# Poster an die Decke



## Vrocas (4. Mai 2010)

Hallo leute.

War heute in der Stadt shoppen und da ich ein sehr großer Fan von großen Postern bin, hab ich mir gedacht kaufste dir eben das "bottom-Shelf" Poster.

Doch nun ist mir gerade aufgefallen dass ich an den Wänden garkein Platz mehr habe! Habe dann beschlossen die Decke auch noch voll zu "postern".

Aber jetzt habe ich schwierigkeiten das Poster an die Decke anzubringen, kann mir da wer vielleicht helfen ob ich tesa oder Reiszwecken verwenden soll? Und wie das Poster am besten "eben" an der Decke bleibt?
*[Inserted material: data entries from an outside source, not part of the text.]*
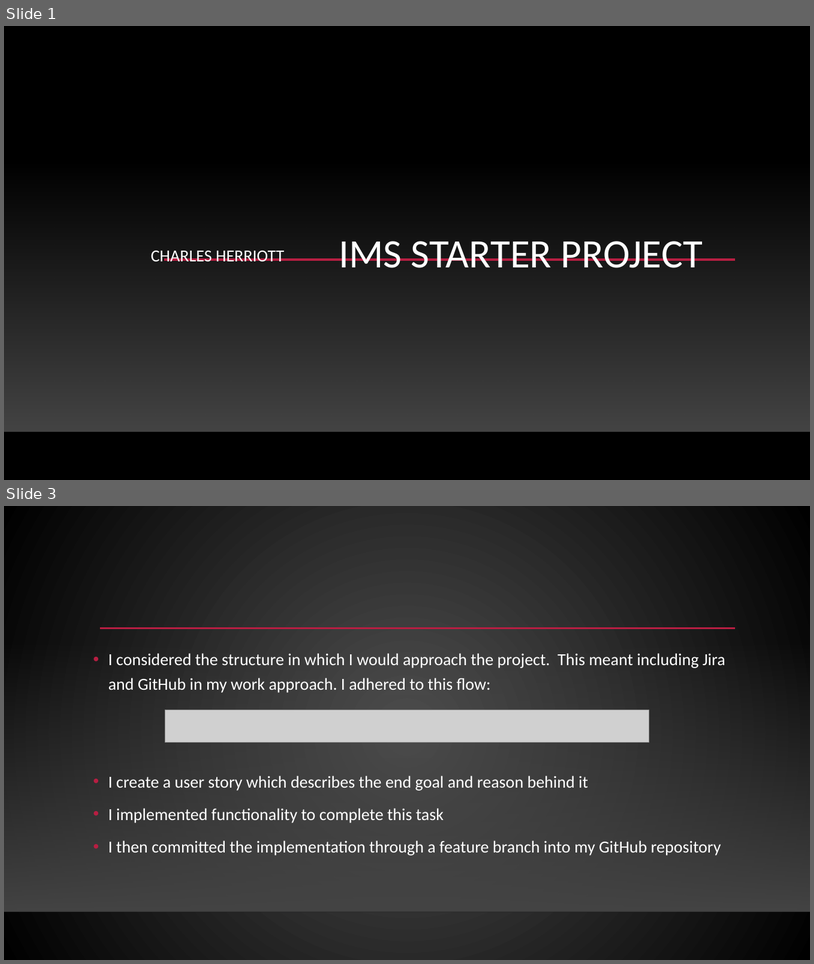
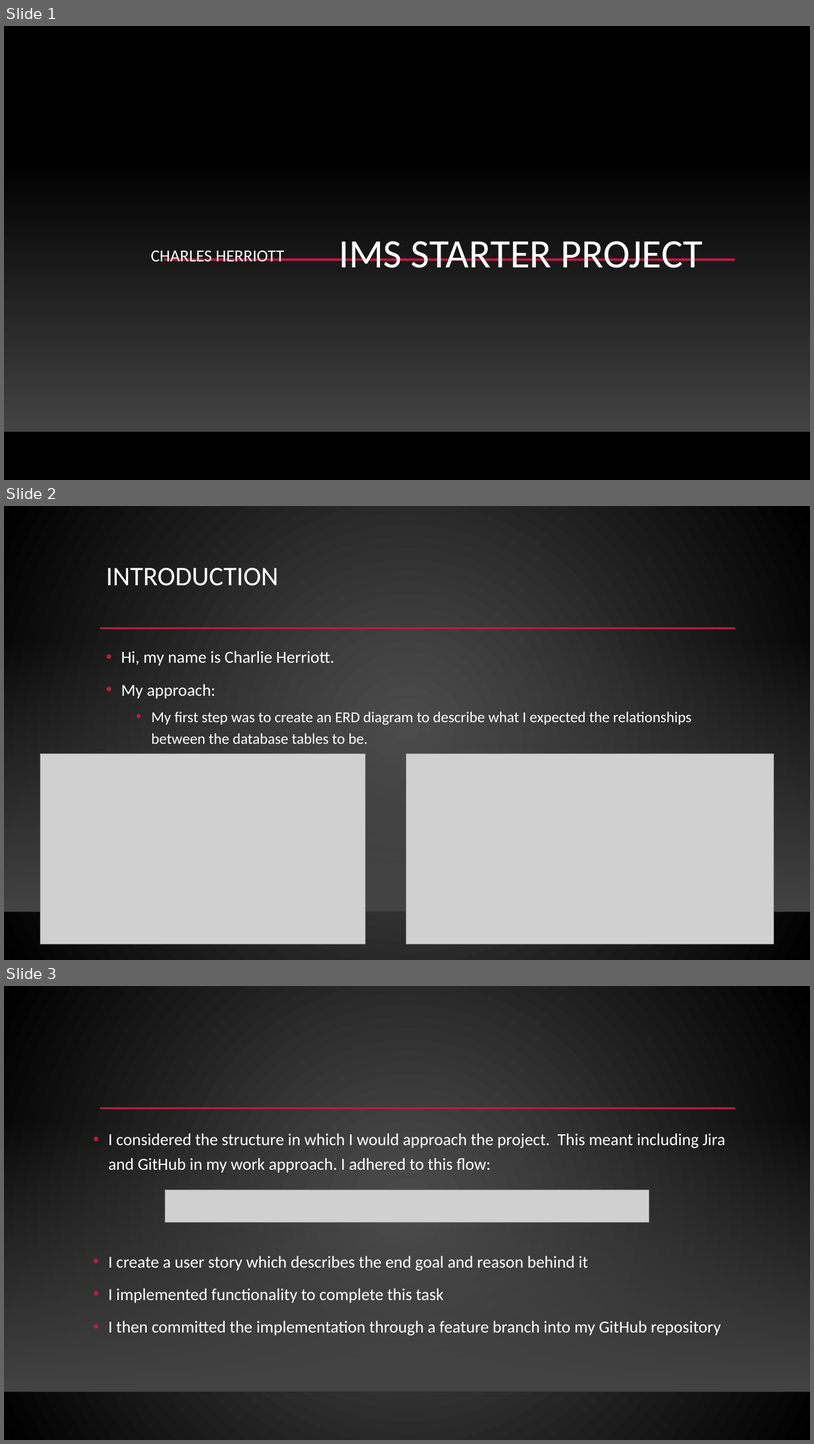
Before and after one commit to CharlesHerriott/IMS-Starter, a slide deck: Project-Documentation/IMS Starter presentation.pptx. Shown one above the other, each under a label of ours: slides 1 and 3 before the commit, slides 1, 2 and 3 after it; the slides between them are not shown. The pictures are 814x964 and 814x1444 pixels, drawn with LibreOffice and Linux fonts; fonts in the diff are those of the drawing; grey boxes stand for pictures; background and template pictures are left out. Boxes give left, top, right and bottom in pixels: in the first picture for what was removed or moved away, otherwise in the second. Text is boxed around its words. In the diff, an @@ line names an element or a change of style, - is before the commit and + after.

```diff
--- a/Project-Documentation/IMS Starter presentation.pptx
+++ b/Project-Documentation/IMS Starter presentation.pptx
@@ slide 2 added at bbox=[4, 506, 810, 960], background gradient #505050 to #000000; not listed: 3 template elements that a slide beside it also shows @@
@@ title added at bbox=[106, 568, 279, 586], 32 pt, text #FFFFFF @@
+INTRODUCTION
@@ text added at bbox=[121, 651, 692, 744], 18 pt, text #FFFFFF @@
+• Hi, my name is Charlie Herriott.
+• My approach:
+  • My first step was to create an ERD diagram to describe what I expected the relationships between the database tables to be.
@@ picture added at bbox=[40, 753, 366, 943] @@
@@ picture added at bbox=[407, 753, 774, 943] @@
```
Also in this commit, not shown: 1 slide changed, 15 other slides added, 2 slides removed, 4 other files.

Oder ist sowas überhaupt garnicht möglich???

/discuss


----------



## jainza (4. Mai 2010)

Vrocas schrieb:


> Aber jetzt habe ich schwierigkeiten das Poster an die Decke anzubringen, kann mir da wer vielleicht helfen ob ich tesa oder Reiszwecken verwenden soll? Und wie das Poster am besten "eben" an der Decke bleibt?



Im Notfall über das komplette Poster Tesa Streifen Kleben, also quasi immer halbieren, brauchst dann aber jemanden, der das Poster stramm hält. Nach einiger Zeit wird das allerdings trotzdem durchhängen, da kannst du aber wahrscheinlich auch wenig gegen machen, zumindest, solange du möchtest, dass das Poster auch sichtbar bleibt 


			Dieser Inhalt steht nur eingeloggten Mitgliedern zur Verfügung.


----------



## schneemaus (4. Mai 2010)

Also ich hatte mal n Panoramaposter aus der Bravo an der Decke. Wie lange das gedauert hat, ging auch nur zu zweit, weils so groß war... Wenns nicht allzu groß ist, sollte es alleine gehen. Auf die Rückseite in jede Ecke zwei Posterstrips von Tesa und in der Mitte auch noch paar verteilen. Dann erstma so aufhängen, hält aber nicht lange. Dann am Rand noch einiges an Tesa verwursteln, dann sollte es halten. Reiswecke halten glaub nich, bei mir liegt's aber auch dran, dass ich grundsätzlich keine Poster mit Reiszwecken aufhängen kann, hab's also noch nie probiert. Aber wenn die ein Poster mit Tesa aufs Gesicht flatscht tut's glaub ich nicht so weh, wie wenn dir ein Reiszweck ins Auge flatscht...


----------



## SWeeT_mushrOOms (4. Mai 2010)

Am besten doppelseitige Klebestreifen hinten aufs Poster schön verteilen

hält ziemlich lange und kann man erneuern


----------



## Damokles (6. Mai 2010)

Abnehmbare Version:

Um das Poster zu stabilisieren, kannst Du es mit Tapetenkleister auf einer ausreichend dicken Holzplatte verkleben.
Vorteil: Es hängt nicht in der Mitte durch und Du kannst es mit Winkelschrauben einfach an der Decke Montieren
ohne das Poster zu durchlöchern.
Nachteil: Bohrlöcher in der Decke


Dauerhafte Version:

Das Poster direkt auf die Zimmerdecke tapezieren. 
Vorteil: Keine Bohrlöcher
Nachteil: Kein heiles Poster beim entfernen


Alternative Version:

Du stellst eine Windturbine unter dem gewünschten Lageplatz des Posters auf und bläst es dadurch an die Zimmerdecke.
Vorteil: Keine Bohrlöcher. Kein verklebtes Poster.
Nachteil: Hohe Stromkosten und eventuelle Lärmbelästigung.


----------



## Ogil (6. Mai 2010)

Eine Alternative zur Alternative waeren Bohrungen in der Decke und Unterdruck im Zimmer ueber Dir. Gleiche Vorteile und weniger Laermbelastung. Aber eventuell leicht aufgeblaehte Bewohner im Zimmer ueber Dir.


----------